In the case of Irish Bank Resolution Corporation Ltd v Camden Market Holdings Corp & Ors  EWCA Civ 7 the Court of Appeal reiterated that when determining disputes about an implied term, it is necessary to first interpret the express terms. The Court referenced Lord Neuberger’s comments in Marks & Spencer that the “cardinal rule” where an express term confers an express power on a party, is that is cannot be limited or altered by any implied term.
In this case, Camden Market Group (CMG) brought a claim against Irish Bank Resolution Corporation Ltd (IBRD) for breach of contract, alleging that there was an implied term of the facility agreement that restrained IBRD from doing anything that might hinder Camden Market Group’s marketing of properties.At first instance, the application was refused on the grounds that it was arguable that the implied term existed and that the matter should go to trial. IBRD appealed this decision on the grounds that the implied term would be inconsistent with the express terms of the contract.
The Court of Appeal allowed the appeal and entered summary judgment against Camden Market Holdings. It held that Camden Market Holding’s case was bad in law and that it had no real prospect of succeeding. The judgment confirmed that it is settled law that when determining disputes about an implied term, it is necessary to first interpret the express terms.
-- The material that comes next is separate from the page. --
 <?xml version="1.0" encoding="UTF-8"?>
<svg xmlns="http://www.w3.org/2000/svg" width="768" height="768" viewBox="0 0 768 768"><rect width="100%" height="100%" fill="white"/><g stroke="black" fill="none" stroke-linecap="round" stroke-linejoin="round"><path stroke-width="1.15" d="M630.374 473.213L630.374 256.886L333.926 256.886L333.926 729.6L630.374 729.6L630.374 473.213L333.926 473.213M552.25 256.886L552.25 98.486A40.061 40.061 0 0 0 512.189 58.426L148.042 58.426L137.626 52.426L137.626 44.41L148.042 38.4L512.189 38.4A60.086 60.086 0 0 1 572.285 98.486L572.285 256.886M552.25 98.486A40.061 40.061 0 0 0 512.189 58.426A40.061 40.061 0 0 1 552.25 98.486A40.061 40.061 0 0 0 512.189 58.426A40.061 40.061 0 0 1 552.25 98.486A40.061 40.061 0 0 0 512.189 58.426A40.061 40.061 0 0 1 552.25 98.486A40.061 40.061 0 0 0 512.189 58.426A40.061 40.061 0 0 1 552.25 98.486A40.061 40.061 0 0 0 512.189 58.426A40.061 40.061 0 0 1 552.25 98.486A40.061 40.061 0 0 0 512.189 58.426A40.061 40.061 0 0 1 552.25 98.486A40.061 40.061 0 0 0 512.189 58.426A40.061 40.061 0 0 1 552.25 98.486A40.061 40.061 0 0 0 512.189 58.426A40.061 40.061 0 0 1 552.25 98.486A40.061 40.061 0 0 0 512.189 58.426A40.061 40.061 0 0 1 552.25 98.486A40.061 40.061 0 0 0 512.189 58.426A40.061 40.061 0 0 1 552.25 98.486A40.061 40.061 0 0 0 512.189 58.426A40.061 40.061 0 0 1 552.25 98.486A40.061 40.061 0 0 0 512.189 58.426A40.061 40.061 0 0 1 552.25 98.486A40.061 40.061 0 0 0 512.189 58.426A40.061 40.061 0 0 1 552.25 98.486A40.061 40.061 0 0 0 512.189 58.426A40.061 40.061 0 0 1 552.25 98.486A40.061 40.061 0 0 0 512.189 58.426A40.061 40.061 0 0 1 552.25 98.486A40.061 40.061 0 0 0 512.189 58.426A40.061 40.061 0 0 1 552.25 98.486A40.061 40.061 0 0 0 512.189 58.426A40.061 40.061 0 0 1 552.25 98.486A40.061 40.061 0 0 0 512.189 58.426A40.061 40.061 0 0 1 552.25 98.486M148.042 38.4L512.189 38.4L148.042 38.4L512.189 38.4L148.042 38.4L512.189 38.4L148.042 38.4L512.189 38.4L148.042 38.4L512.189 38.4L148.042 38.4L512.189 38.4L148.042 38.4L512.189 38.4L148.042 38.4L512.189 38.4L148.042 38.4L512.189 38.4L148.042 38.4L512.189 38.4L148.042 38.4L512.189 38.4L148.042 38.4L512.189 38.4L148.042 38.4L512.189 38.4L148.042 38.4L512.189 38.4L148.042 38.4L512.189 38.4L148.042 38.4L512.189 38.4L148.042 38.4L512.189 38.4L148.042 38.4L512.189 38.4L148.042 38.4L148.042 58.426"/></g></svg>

A court may imply a term into a contract to fill a gap in the contract’s drafting. The rationale for implying a term in this way is to reflect the parties’ intentions when the contract was entered into. The test however, is an objective one in which the court will consider what a reasonable person would have understood the parties’ intentions to be, given the background knowledge reasonably available to the parties at the time they entered the contract.
This decision highlights that, in considering whether terms can be implied into written contracts, the court will focus on whether the pleaded implied term is substantively inconsistent with any of the express terms. Where an express term confers an express power on a party, such a power cannot be limited or altered by any implied term.